Nobukazu Takemura - Hoshi No Koe (Thrill Jockey)
Kyoto's Nobukazu Takemura saved up the more abstract odds n' ends from his
Child's View project and released them in 1999 as Scope. Though the album's
uneven blend of melodic naivete, rampant glitchery, and carefully cultivated
Steve Reich-like repetition never quite gels, Scope served as a Stateside
calling card for the talented Takemura. Conceived as an album (or, rather,
as a pair of albums, along with the concurrently released Sign), Hoshi No
Koe ("Notes from a Starry Sky") grants Takemura a less fragmented canvas,
letting his wonderment find flower in baroque arrangements of
instrumentation and warm electronica. A squirrelly fantasia in vibes, tones,
and beats, "Anemometer" taps into the uniquely juvenescent joie de vivre
that made Takemura's Japanese Child & Magic and Music for Issey Miyake Men
releases so captivating. Pre-album single "Sign" is a fantastic progression
for Takemura, smoothing over jittery, burbling electro-pop with cooing,
Vocoder-treated vocals and a hummable (well, almost) tune. Likewise, lilting
Bach-via-Nick, Jr. pastorales "White Sheep and Small Light" and "Stairs in
Stars" mark steps toward accessibility, while the deceptive twinkle-twinkle
simplicity of "One Day" and "In the Room-Roof-Wood" belies an instinctive
feel for the weight of silence and the liquid quality of melody.

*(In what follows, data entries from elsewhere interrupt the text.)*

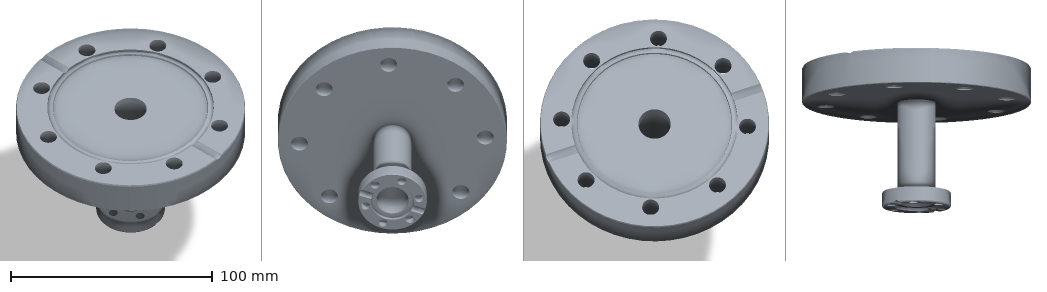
import cadquery as cq

total_height = 70.0
bore_radius = 16.0 / 2
tube_radius = 19.0 / 2

large_radius = 113.5 / 2
large_thickness = 17.5
large_bolt_count = 8
large_bolt_circle_radius = 46.1
large_bolt_hole_diameter = 8.4
large_top_chamfer_height = 0.7
large_bottom_chamfer_height = 0.3

recess_radius = 82.5 / 2
recess_depth = 1.4
knife_radius = 77.0 / 2
knife_tip_depth = 0.5
floor_radius = knife_radius - 0.2
floor_depth = 1.4

tube_top_depth = 4.5

small_radius = 34 / 2
small_thickness = 7.5
small_bolt_count = 6
small_bolt_circle_radius = 13.5
small_bolt_hole_diameter = 4.4
small_top_chamfer_height = 0.5
small_bottom_chamfer_height = 0.6
small_recess_radius = 21.3 / 2
small_recess_depth = 1.6

chamfer_width = 0.3

large_groove_width = 4.5
small_groove_width = 3.6
groove_depth = 1.0

bottom_z = -total_height
tube_bottom_z = bottom_z + small_recess_depth


def revolve_profile(points):
    """Revolve a closed (radius, z) polygon about the Z axis."""
    return cq.Workplane("XZ").polyline(points).close().revolve(360, (0, 0), (0, 1))


def flange_blank(radius, bottom, thickness, top_chamfer_height, bottom_chamfer_height):
    """Disc with a conical chamfer round its top and bottom rims."""
    top = bottom + thickness
    return revolve_profile([
        (0, bottom),
        (radius - chamfer_width, bottom),
        (radius, bottom + bottom_chamfer_height),
        (radius, top - top_chamfer_height),
        (radius - chamfer_width, top),
        (0, top),
    ])


def bolt_holes(count, circle_radius, diameter, bottom, height):
    """Cylinders on a bolt circle that straddles the X axis."""
    half_pitch = 180 / count
    return (
        cq.Workplane("XY", origin=(0, 0, bottom))
        .polarArray(circle_radius, half_pitch, 360, count)
        .circle(diameter / 2)
        .extrude(height)
    )


def groove(width, face_z, outward, flange_radius):
    """Cylinder along X cutting a shallow groove; outward is the face normal's Z sign."""
    arc_radius = ((width / 2) ** 2 + groove_depth**2) / (2 * groove_depth)
    center_z = face_z + outward * (arc_radius - groove_depth)
    return (
        cq.Workplane("YZ", origin=(-flange_radius, 0, 0))
        .center(0, center_z)
        .circle(arc_radius)
        .extrude(2 * flange_radius)
    )


def make_large_flange():
    body = flange_blank(
        large_radius, -large_thickness, large_thickness,
        large_top_chamfer_height, large_bottom_chamfer_height,
    )

    recess_core = cq.Workplane("XY").circle(recess_radius).extrude(-large_thickness)
    body = body.cut(groove(large_groove_width, 0, 1, large_radius).cut(recess_core))

    seal_recess = revolve_profile([
        (0, 0),
        (recess_radius, 0),
        (recess_radius, -recess_depth),
        (knife_radius, -knife_tip_depth),
        (floor_radius, -floor_depth),
        (0, -floor_depth),
    ])
    body = body.cut(seal_recess)

    stepped_bore = revolve_profile([
        (0, 0),
        (bore_radius, 0),
        (bore_radius, -tube_top_depth),
        (tube_radius, -tube_top_depth),
        (tube_radius, -large_thickness),
        (0, -large_thickness),
    ])
    body = body.cut(stepped_bore)
    return body.cut(bolt_holes(
        large_bolt_count, large_bolt_circle_radius, large_bolt_hole_diameter,
        -large_thickness, large_thickness,
    ))


def make_tube():
    return (
        cq.Workplane("XY", origin=(0, 0, tube_bottom_z))
        .circle(tube_radius)
        .circle(bore_radius)
        .extrude(-tube_top_depth - tube_bottom_z)
    )


def make_small_flange():
    body = flange_blank(
        small_radius, bottom_z, small_thickness,
        small_top_chamfer_height, small_bottom_chamfer_height,
    )

    small_top_z = bottom_z + small_thickness
    stepped_hole = revolve_profile([
        (0, bottom_z),
        (small_recess_radius, bottom_z),
        (small_recess_radius, tube_bottom_z),
        (tube_radius, tube_bottom_z),
        (tube_radius, small_top_z),
        (0, small_top_z),
    ])
    body = body.cut(stepped_hole)
    body = body.cut(groove(small_groove_width, bottom_z, -1, small_radius))
    return body.cut(bolt_holes(
        small_bolt_count, small_bolt_circle_radius, small_bolt_hole_diameter,
        bottom_z, small_thickness,
    ))


large_flange = make_large_flange()
tube = make_tube()
small_flange = make_small_flange()

result = cq.Compound.makeCompound([
    large_flange.solids().val(),
    tube.solids().val(),
    small_flange.solids().val(),
])

Even the
discordant abstraction of "A Chrysalis"--winking in and out of harmonic
soundness like firefly light--and the disc's interspersed exercises in
digital dissolution ("Honey Comb," "Trampoline," "The Voice of a Fish")
evidence a gentleness that is sincerely inviting and playful rather than
perfunctory. Takemura may take pride in a "child's view," but the sweetly
embraceable Hoshi No Koe proves that his musical perspective is ageless.